6. To keep foods cold, you’ll need a cold source. A block of ice keeps longer than ice cubes. Before leaving home, freeze clean, empty milk cartons filled with water to make blocks of ice, or use frozen gel-packs. Fill the cooler with cold or frozen foods. Pack foods in reverse order. First foods packed should be the last foods used. (There is one exception: pack raw meat or poultry below ready-to-eat foods to prevent raw meat or poultry juices from dripping on the other foods.)
7. Camping supply stores sell biodegradable camping soap in liquid and solid forms. But use it sparingly, and keep it out of rivers, lakes, streams, and springs, as it will pollute. If you use soap to clean your pots, wash the pots at the campsite, not at the water’s edge. Dump dirty water on dry ground, well away from fresh water. Some wilderness campers use baking soda to wash their utensils. Pack disposable wipes for hands and quick cleanups.
8. If you’re planning to fish, check with your fish and game agency or state health department to see where you can fish safely, then follow these guidelines for Finfish:
==> Scale, gut, and clean fish as soon as they’re caught.
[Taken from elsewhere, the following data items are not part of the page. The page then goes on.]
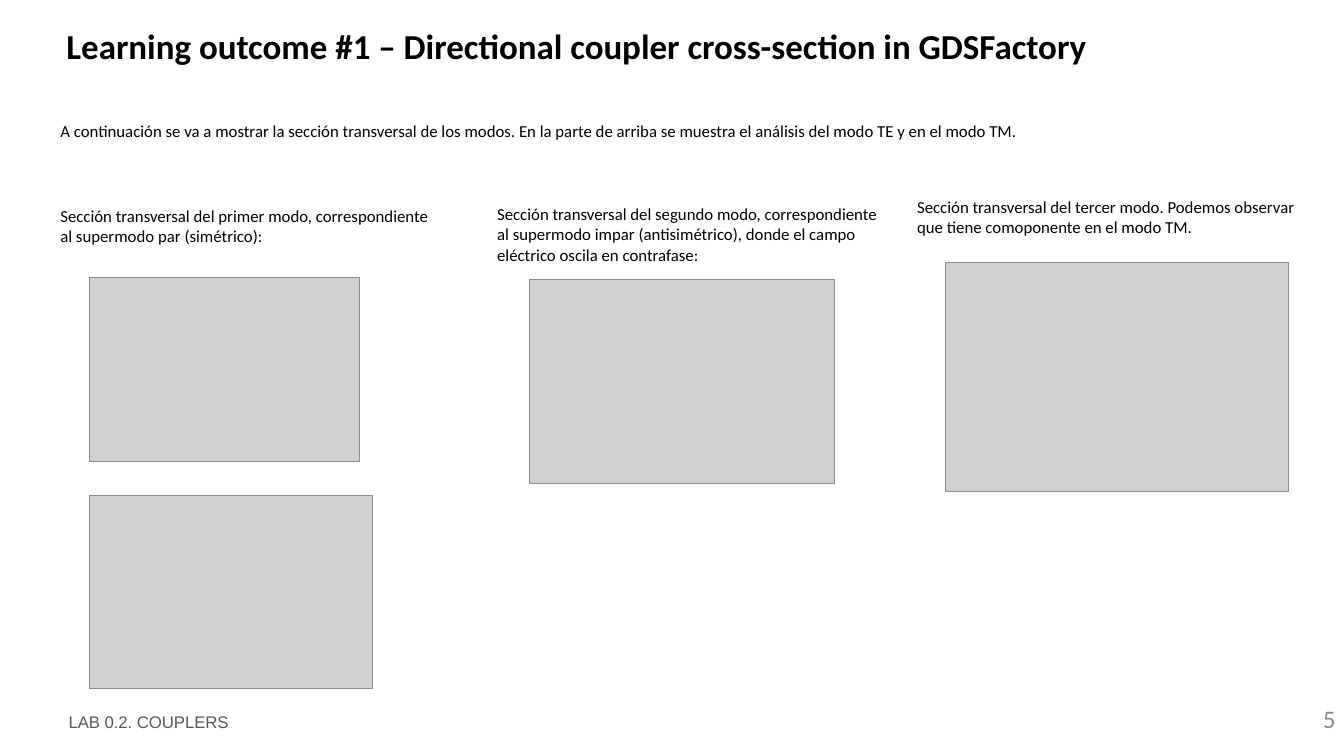
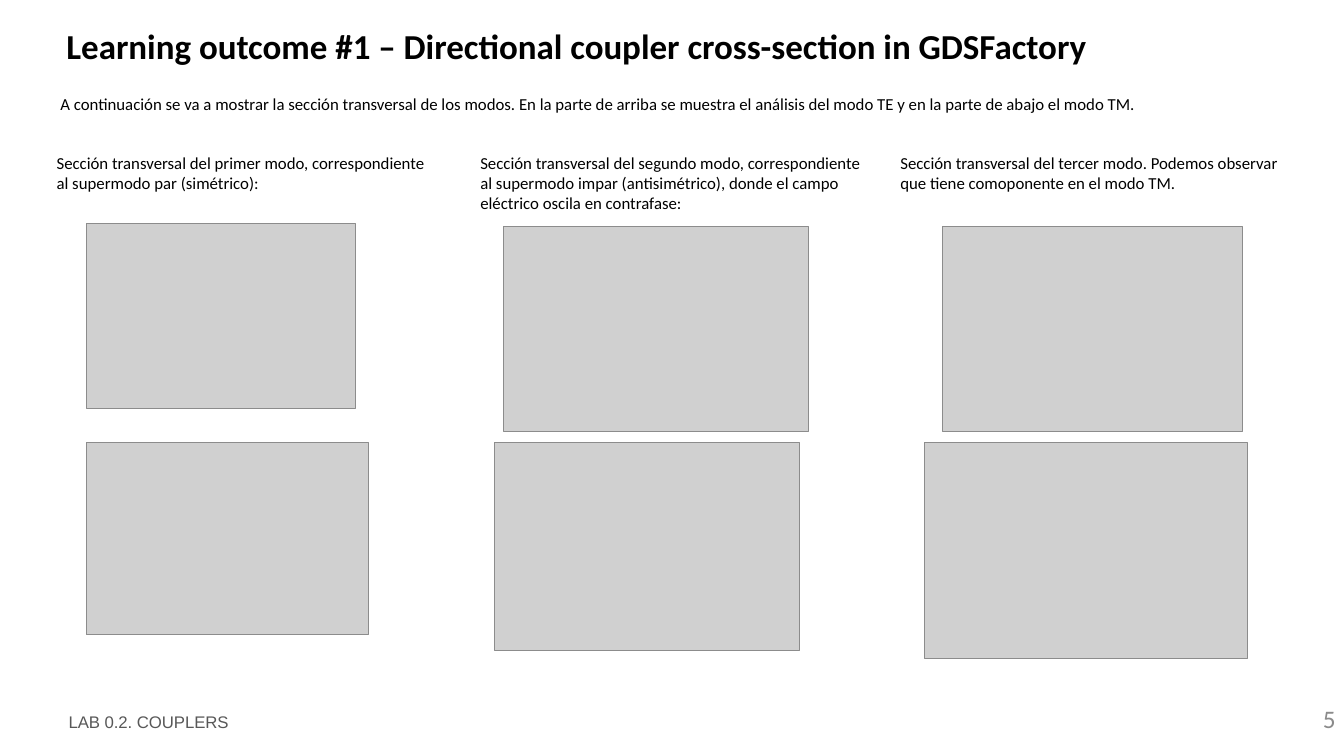
Before and after one commit to snacmuo/pic-upv-lab0, a slide deck: slide 5 of LabBook_020.pptx. Drawn at 1344x756 pixels with LibreOffice and Linux fonts; fonts in the diff are those of the drawing; grey boxes stand for pictures; background and template pictures are left out. Boxes give left, top, right and bottom in pixels: in the first picture for what was removed or moved away, otherwise in the second. Text is boxed around its words. In the diff, an @@ line names an element or a change of style, - is before the commit and + after.

```diff
--- a/LabBook_020.pptx
+++ b/LabBook_020.pptx
@@ text at box(60, 98, 1135, 113): text changed @@
-A continuación se va a mostrar la sección transversal de los modos. En la parte de arriba se muestra el análisis del modo TE y en el modo TM.
+A continuación se va a mostrar la sección transversal de los modos. En la parte de arriba se muestra el análisis del modo TE y en la parte de abajo el modo TM.
@@ 2 pictures, 1 text: place and size @@
-2 pictures, 1 text at box(60, 210, 428, 689)
+2 pictures, 1 text at box(57, 157, 424, 635)
@@ text "Sección transversal del segundo modo, ...": place and size @@
-text "Sección transversal del segundo modo, ..." at box(497, 208, 877, 261)
+text "Sección transversal del segundo modo, ..." at box(480, 157, 860, 209)
@@ text "Sección transversal del tercer modo. ...": place and size @@
-text "Sección transversal del tercer modo. ..." at box(917, 201, 1294, 236)
+text "Sección transversal del tercer modo. ..." at box(900, 157, 1278, 192)
@@ picture: place and size @@
-picture at box(529, 279, 835, 484)
+picture at box(504, 227, 810, 432)
@@ picture added at box(943, 227, 1243, 432) @@
@@ picture added at box(494, 443, 800, 650) @@
@@ picture: place and size @@
-picture at box(946, 263, 1289, 492)
+picture at box(925, 443, 1247, 658)
```
Also in this commit, not shown: 5 other slides changed, 2 slides added, 3 other files.
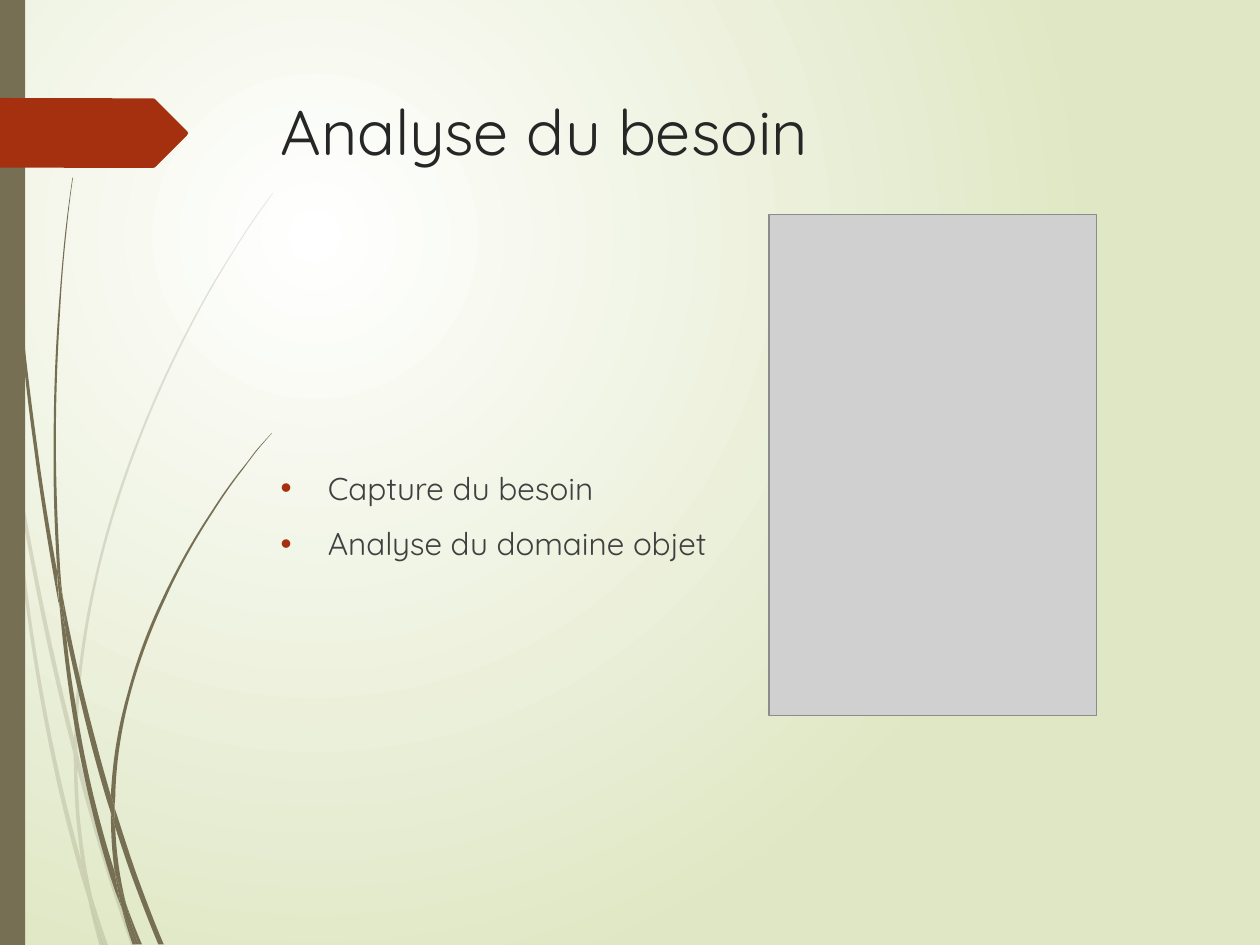
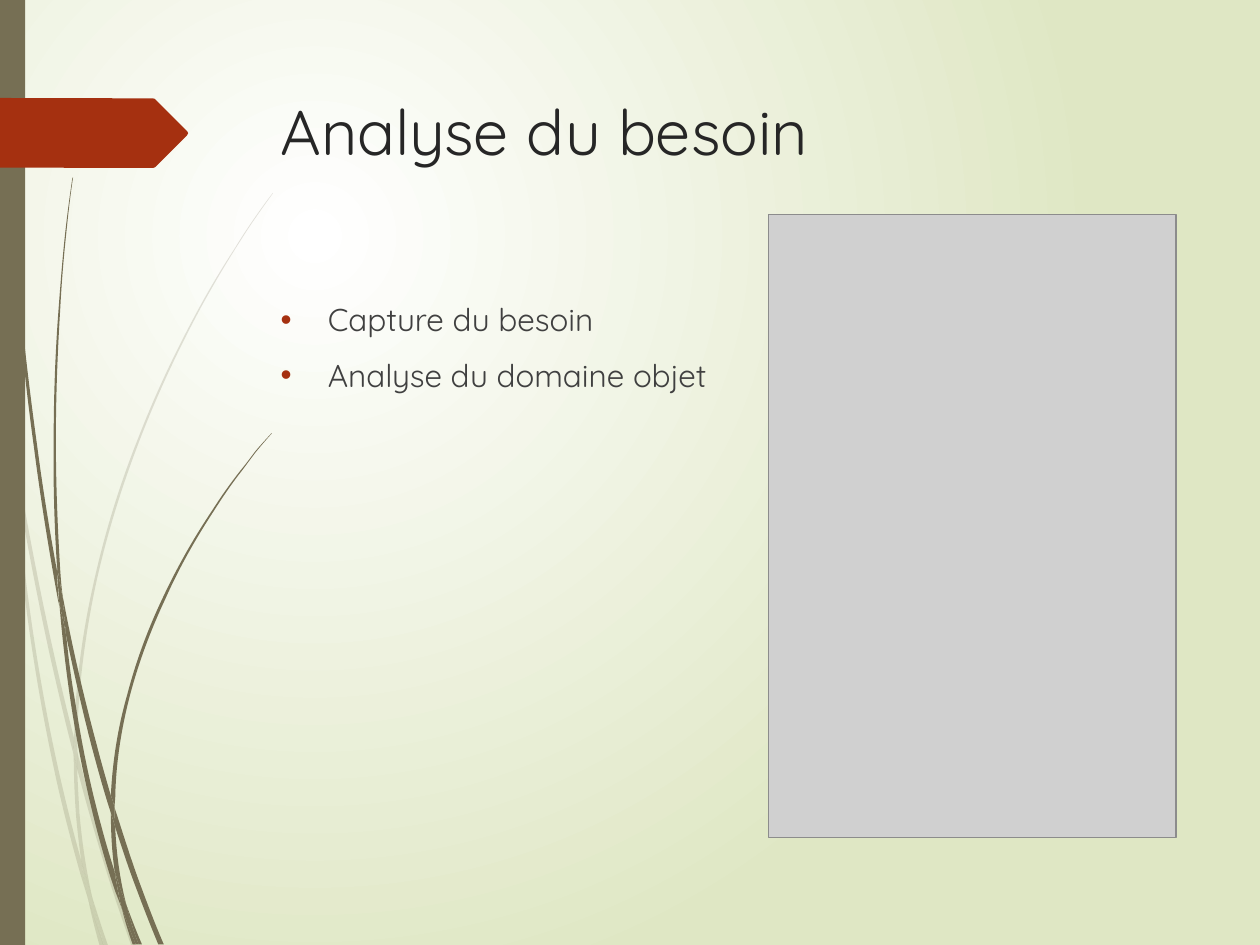
Before and after one commit to LudoRoot/WeBet_JBL, a slide deck: slide 4 of Présentation/Présentation WeBet_JBL.pptx. Drawn at 1260x945 pixels with LibreOffice and Linux fonts; fonts in the diff are those of the drawing; grey boxes stand for pictures. Boxes give left, top, right and bottom in pixels: in the first picture for what was removed or moved away, otherwise in the second. Text is boxed around its words. In the diff, an @@ line names an element or a change of style, - is before the commit and + after.

```diff
--- a/Présentation/Présentation WeBet_JBL.pptx
+++ b/Présentation/Présentation WeBet_JBL.pptx
@@ picture: place and size @@
-picture at (769,214,1096,716)
+picture at (769,214,1176,837)
@@ text "Capture du besoin": place and size @@
-text "Capture du besoin" at (328,477,706,562)
+text "Capture du besoin" at (328,308,706,394)
```
Also in this commit, not shown: 5 other slides changed, 1 slide added, 2 other files.

==> Live fish can be kept on stringers or in live wells, as long as they have enough water and enough room to move and breathe.
==> Wrap fish, both whole and cleaned, in water-tight plastic and store on ice.
==> Keep 3 to 4 inches of ice on the bottom of the cooler. Alternate layers of fish and ice.
==> Store cooler out of the sun and cover with a blanket.
==> Once home, eat fresh fish within 1 to 2 days or freeze them. For top quality, use frozen fish within 3 to 6 months.
9. If using a cooler, leftover food is safe only if the cooler still has ice in it. Otherwise discard leftover food.
10. Whether in the wild or on the high seas, protect yourself and your family by washing your hands before and after handling food.